■ **How to complete this task**: Copy the first line of the entries below and every line after it through the line containing "- Up to frame 1 (0.25 s): no input". Do not include pictures.

■ **Dataset content**:

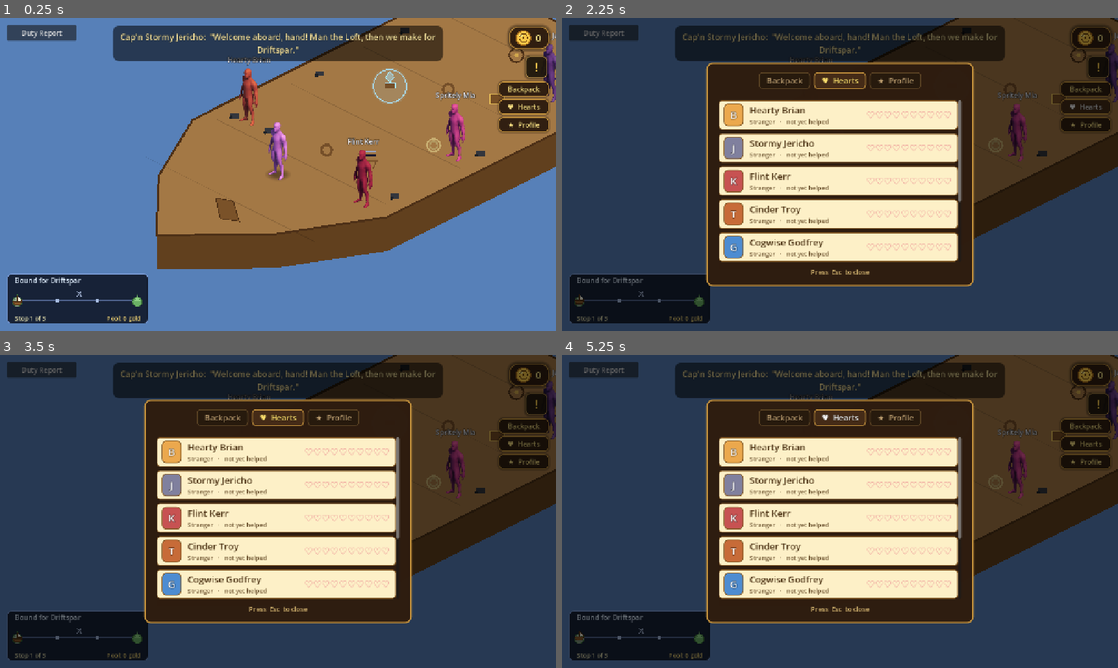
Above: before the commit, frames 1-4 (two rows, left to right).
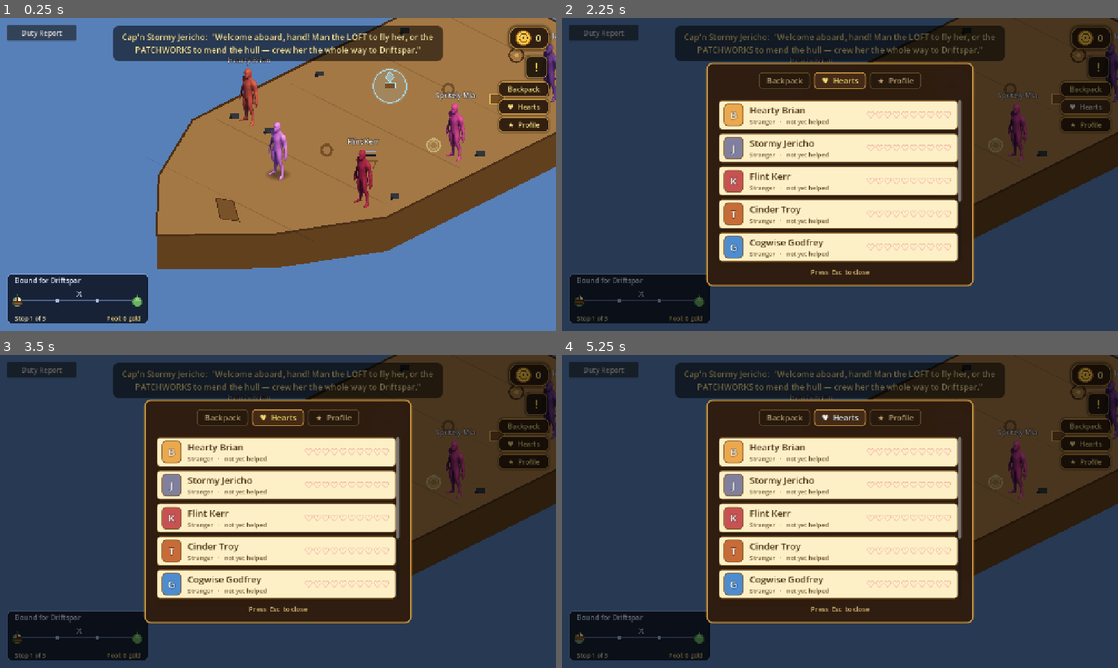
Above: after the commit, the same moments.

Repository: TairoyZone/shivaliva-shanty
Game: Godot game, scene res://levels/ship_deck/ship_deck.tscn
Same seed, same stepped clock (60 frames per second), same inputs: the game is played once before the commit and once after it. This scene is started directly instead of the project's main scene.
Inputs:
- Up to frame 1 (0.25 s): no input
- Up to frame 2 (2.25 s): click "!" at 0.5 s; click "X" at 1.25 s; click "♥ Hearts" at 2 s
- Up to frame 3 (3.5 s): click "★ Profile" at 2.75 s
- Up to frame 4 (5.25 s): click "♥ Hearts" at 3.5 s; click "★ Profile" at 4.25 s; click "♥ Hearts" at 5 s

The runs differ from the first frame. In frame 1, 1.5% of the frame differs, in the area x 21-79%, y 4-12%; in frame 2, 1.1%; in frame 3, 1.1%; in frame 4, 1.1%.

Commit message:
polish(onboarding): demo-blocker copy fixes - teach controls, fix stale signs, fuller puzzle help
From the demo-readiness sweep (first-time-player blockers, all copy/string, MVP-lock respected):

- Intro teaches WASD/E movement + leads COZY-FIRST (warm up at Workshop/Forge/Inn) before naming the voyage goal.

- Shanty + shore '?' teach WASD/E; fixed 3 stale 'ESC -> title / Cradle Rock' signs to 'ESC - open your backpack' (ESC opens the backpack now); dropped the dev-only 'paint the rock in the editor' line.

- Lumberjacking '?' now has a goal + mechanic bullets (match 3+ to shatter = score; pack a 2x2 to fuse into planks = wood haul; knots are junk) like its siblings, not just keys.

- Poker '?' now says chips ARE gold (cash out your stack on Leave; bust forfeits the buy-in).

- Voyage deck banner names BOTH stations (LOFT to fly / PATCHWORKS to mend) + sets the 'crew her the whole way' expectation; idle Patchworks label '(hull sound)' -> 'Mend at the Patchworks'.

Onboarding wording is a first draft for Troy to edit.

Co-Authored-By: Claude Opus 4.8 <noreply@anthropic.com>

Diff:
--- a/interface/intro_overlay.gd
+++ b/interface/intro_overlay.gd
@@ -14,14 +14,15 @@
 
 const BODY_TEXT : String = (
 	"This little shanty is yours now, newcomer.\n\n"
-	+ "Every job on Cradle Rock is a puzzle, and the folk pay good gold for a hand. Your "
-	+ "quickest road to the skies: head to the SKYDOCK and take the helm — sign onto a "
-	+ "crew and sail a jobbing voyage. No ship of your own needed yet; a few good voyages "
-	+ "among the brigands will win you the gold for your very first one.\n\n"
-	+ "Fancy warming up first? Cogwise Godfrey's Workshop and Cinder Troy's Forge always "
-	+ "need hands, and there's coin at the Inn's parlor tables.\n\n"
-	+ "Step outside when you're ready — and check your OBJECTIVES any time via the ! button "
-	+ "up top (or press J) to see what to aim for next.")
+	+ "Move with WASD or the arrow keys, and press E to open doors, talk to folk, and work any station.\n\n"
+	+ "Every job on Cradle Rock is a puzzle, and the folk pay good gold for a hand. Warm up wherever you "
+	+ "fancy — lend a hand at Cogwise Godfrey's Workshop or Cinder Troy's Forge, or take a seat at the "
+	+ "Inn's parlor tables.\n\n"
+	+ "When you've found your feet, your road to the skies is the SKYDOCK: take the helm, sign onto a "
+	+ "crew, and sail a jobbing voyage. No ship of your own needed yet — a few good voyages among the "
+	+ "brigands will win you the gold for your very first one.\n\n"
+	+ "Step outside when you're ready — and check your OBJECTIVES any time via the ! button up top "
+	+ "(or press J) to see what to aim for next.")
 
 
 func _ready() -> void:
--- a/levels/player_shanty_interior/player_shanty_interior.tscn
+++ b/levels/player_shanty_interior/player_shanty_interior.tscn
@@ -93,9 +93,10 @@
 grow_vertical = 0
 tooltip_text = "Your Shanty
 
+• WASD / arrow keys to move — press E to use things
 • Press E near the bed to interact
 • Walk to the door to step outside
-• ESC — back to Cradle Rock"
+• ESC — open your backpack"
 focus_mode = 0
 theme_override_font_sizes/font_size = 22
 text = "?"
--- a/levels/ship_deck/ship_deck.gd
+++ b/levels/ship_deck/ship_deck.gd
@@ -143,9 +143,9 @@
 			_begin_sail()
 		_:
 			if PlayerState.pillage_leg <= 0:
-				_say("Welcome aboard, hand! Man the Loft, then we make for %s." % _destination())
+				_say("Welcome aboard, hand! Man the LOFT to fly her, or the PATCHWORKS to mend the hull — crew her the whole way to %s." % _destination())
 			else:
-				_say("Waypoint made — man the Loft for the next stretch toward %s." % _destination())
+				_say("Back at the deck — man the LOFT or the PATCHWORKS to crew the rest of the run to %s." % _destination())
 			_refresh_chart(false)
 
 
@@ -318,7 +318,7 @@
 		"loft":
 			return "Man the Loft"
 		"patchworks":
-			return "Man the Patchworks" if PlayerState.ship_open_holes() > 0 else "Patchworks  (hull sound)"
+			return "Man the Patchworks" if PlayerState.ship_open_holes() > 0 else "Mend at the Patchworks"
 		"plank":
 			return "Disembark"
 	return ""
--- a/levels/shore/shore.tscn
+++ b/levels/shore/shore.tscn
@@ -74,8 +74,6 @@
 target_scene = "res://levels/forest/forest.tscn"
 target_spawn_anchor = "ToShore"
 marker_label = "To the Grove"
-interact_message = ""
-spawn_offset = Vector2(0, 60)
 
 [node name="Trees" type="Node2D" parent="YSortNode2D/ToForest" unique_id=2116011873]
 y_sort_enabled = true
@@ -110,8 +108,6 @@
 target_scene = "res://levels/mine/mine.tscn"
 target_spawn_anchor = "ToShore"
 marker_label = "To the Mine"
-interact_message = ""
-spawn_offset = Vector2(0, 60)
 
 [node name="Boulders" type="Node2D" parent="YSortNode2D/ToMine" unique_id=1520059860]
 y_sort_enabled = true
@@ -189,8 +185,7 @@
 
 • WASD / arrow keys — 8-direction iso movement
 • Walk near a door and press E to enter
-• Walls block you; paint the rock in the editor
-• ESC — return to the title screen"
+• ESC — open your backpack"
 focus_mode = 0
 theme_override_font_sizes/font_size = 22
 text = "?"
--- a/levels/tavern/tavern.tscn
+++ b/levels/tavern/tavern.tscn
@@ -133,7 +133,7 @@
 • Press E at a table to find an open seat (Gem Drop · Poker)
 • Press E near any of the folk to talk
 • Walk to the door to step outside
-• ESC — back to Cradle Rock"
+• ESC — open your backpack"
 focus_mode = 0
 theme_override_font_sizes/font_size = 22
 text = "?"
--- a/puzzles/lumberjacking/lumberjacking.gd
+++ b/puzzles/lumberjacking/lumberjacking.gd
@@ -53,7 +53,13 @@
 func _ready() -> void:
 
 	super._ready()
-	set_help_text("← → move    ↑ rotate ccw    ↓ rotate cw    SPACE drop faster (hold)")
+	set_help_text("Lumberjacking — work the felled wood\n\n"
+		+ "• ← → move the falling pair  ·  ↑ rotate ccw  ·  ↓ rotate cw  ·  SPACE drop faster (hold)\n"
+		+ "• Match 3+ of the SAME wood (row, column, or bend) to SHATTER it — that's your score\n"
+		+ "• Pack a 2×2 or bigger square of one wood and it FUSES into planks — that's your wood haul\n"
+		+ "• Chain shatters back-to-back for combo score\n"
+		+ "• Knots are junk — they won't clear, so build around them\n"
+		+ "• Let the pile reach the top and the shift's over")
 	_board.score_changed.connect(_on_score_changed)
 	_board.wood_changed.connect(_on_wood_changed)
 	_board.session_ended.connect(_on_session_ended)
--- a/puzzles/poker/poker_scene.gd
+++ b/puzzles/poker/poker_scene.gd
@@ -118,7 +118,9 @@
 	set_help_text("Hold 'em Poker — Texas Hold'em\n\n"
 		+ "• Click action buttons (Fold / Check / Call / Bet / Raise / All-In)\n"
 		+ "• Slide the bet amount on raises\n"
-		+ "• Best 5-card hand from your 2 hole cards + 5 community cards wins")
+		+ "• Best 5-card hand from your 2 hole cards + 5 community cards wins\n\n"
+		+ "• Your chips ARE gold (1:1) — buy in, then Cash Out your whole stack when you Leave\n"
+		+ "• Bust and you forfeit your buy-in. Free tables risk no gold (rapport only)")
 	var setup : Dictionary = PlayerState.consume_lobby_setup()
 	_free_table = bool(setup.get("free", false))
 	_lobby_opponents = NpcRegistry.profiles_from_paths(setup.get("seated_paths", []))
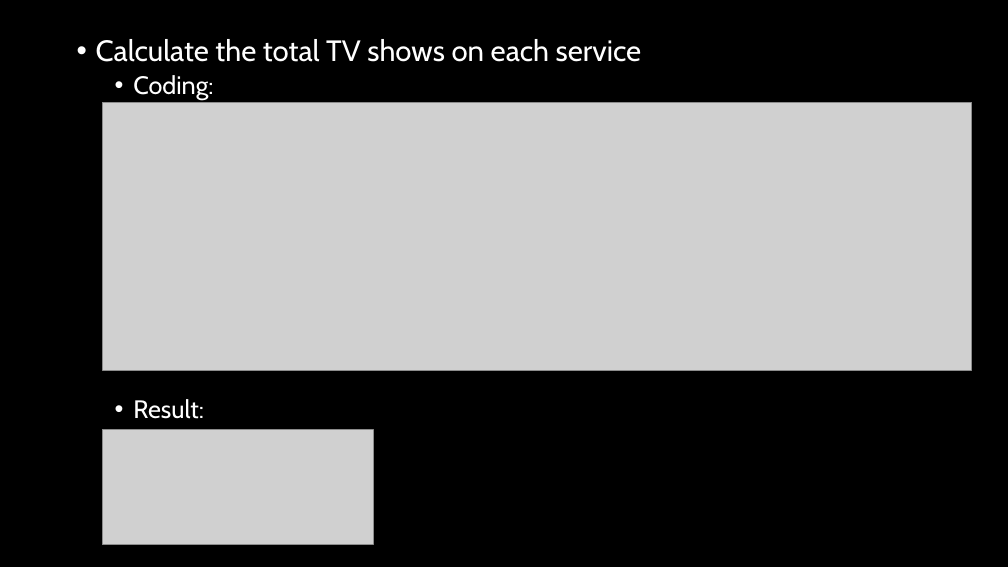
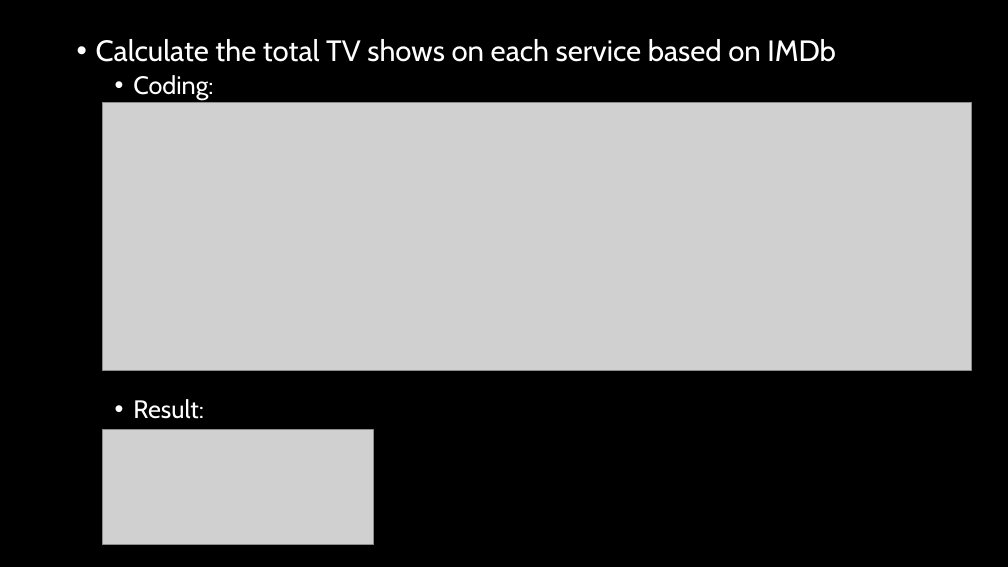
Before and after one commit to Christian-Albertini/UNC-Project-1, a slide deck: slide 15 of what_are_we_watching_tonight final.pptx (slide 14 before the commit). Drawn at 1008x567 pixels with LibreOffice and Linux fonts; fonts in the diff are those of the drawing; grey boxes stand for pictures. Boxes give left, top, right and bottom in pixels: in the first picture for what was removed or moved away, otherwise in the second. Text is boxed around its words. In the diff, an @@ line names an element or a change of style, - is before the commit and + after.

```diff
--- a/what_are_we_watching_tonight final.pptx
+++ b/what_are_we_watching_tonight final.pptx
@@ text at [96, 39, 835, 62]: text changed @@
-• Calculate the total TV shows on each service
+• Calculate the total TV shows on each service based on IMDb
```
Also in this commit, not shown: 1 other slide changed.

■ **Answer box**:
Above: before the commit, frames 1-4 (two rows, left to right).
Above: after the commit, the same moments.

Repository: TairoyZone/shivaliva-shanty
Game: Godot game, scene res://levels/ship_deck/ship_deck.tscn
Same seed, same stepped clock (60 frames per second), same inputs: the game is played once before the commit and once after it. This scene is started directly instead of the project's main scene.
Inputs:
- Up to frame 1 (0.25 s): no input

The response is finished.